In an examination, 20 questions of true-false type are asked. Suppose a student tosses a fair coin to determine his answer to each question. If the coin falls head, he answers true, if falls tails, he answers false. Find the probability that he answers at least 12 questions correctly.

Answer 1

Hint: To solve the question given above, we will use binomial distribution of probability.

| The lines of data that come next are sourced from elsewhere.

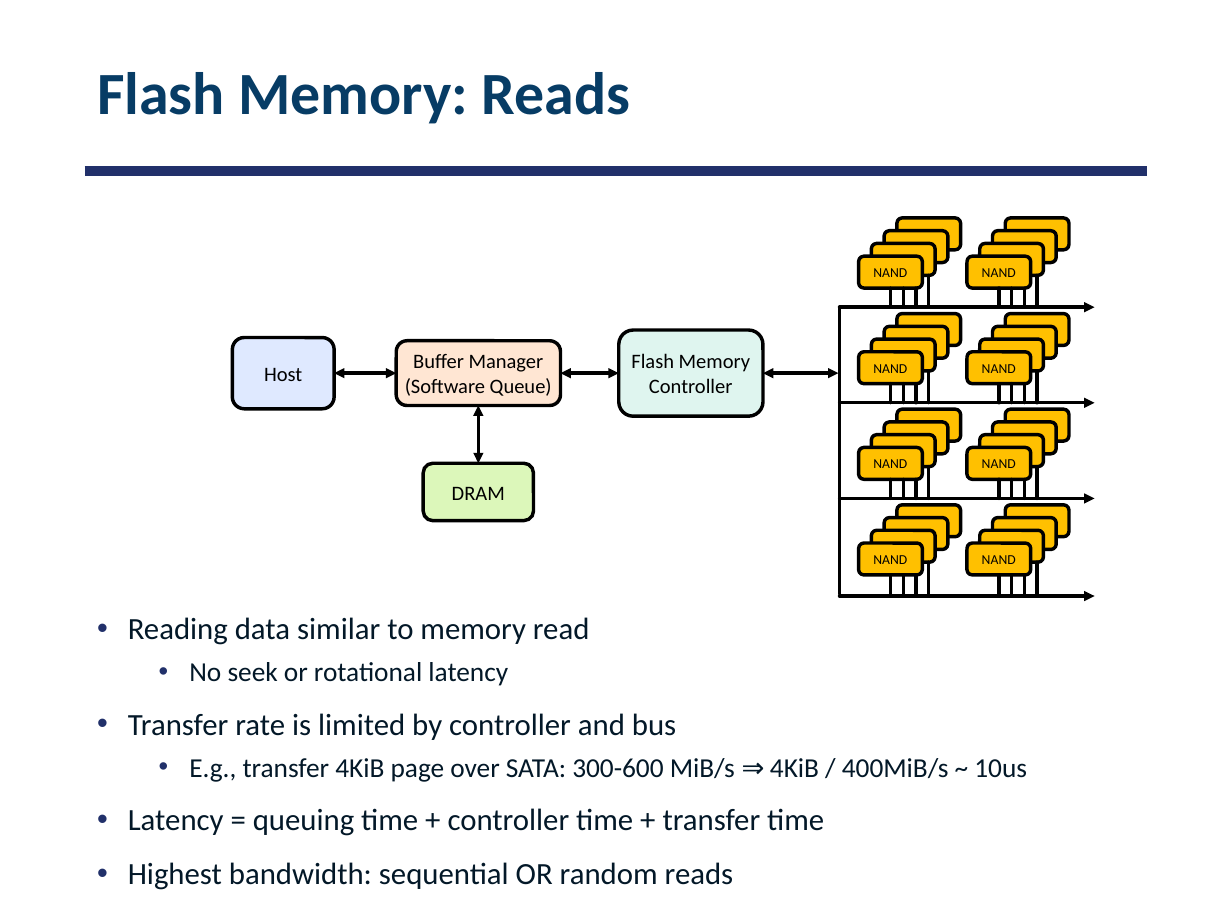
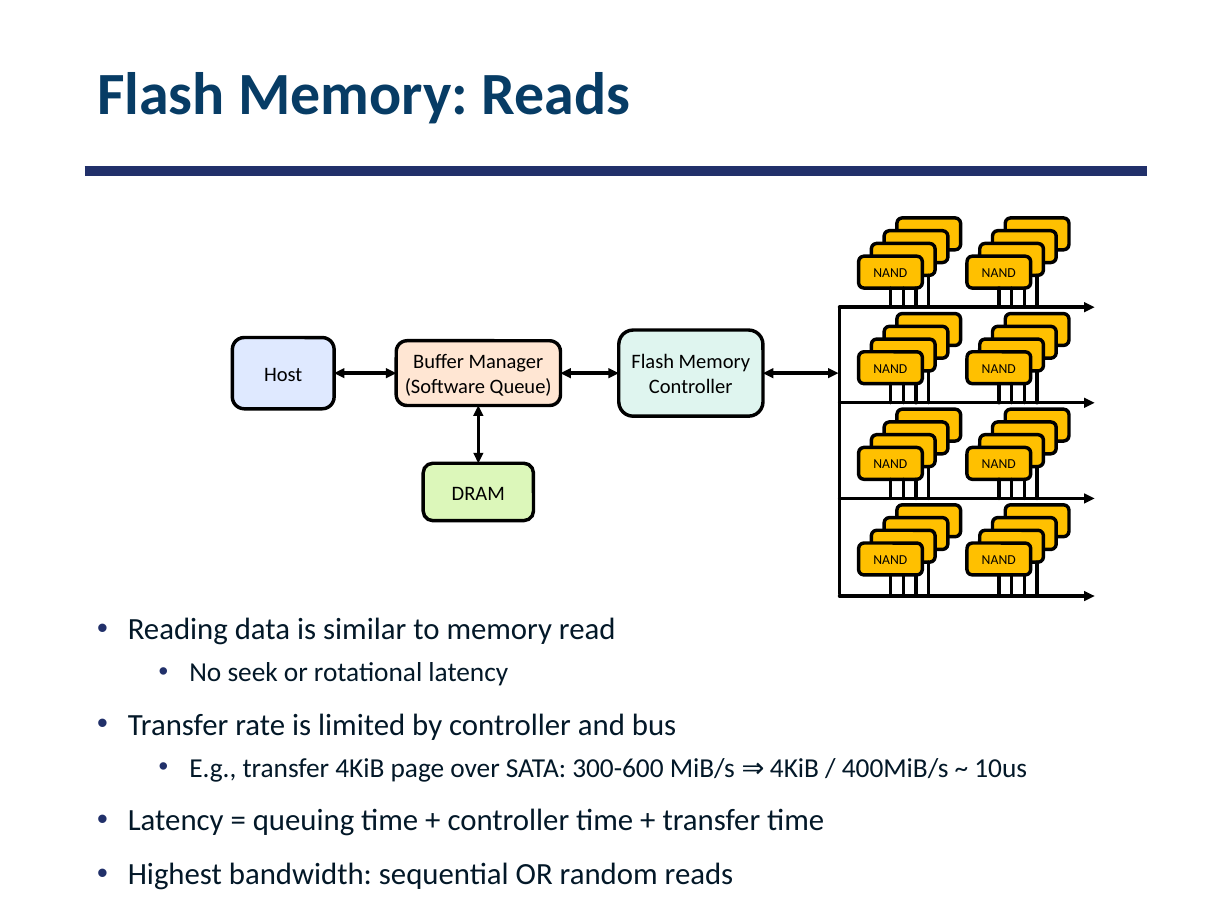
Before and after one commit to smajidzahedi/ECE350, a slide deck: slide 52 of 10-io.pptx. Drawn at 1232x924 pixels with LibreOffice and Linux fonts; fonts in the diff are those of the drawing. Boxes give left, top, right and bottom in pixels: in the first picture for what was removed or moved away, otherwise in the second. Text is boxed around its words. In the diff, an @@ line names an element or a change of style, - is before the commit and + after.

Commit message:
fixed few slides on flash devices

```diff
--- a/10-io.pptx
+++ b/10-io.pptx
@@ text at bbox=[128, 617, 616, 645]: text changed @@
-• Reading data similar to memory read
+• Reading data is similar to memory read
```
Also in this commit, not shown: 3 other slides changed, 1 other file.

For this, we will first determine the total number of trails, the probability of success and the probability of failure respectively. Then we will put all these values in the formula of binomial distribution of probability as shown below: $p\left( x=R \right){{=}^{n}}{{C}_{r}}{{p}^{r}}{{q}^{n-r}}$
Where p is the probability of success, q is the probability of failure and n is the total number of trails.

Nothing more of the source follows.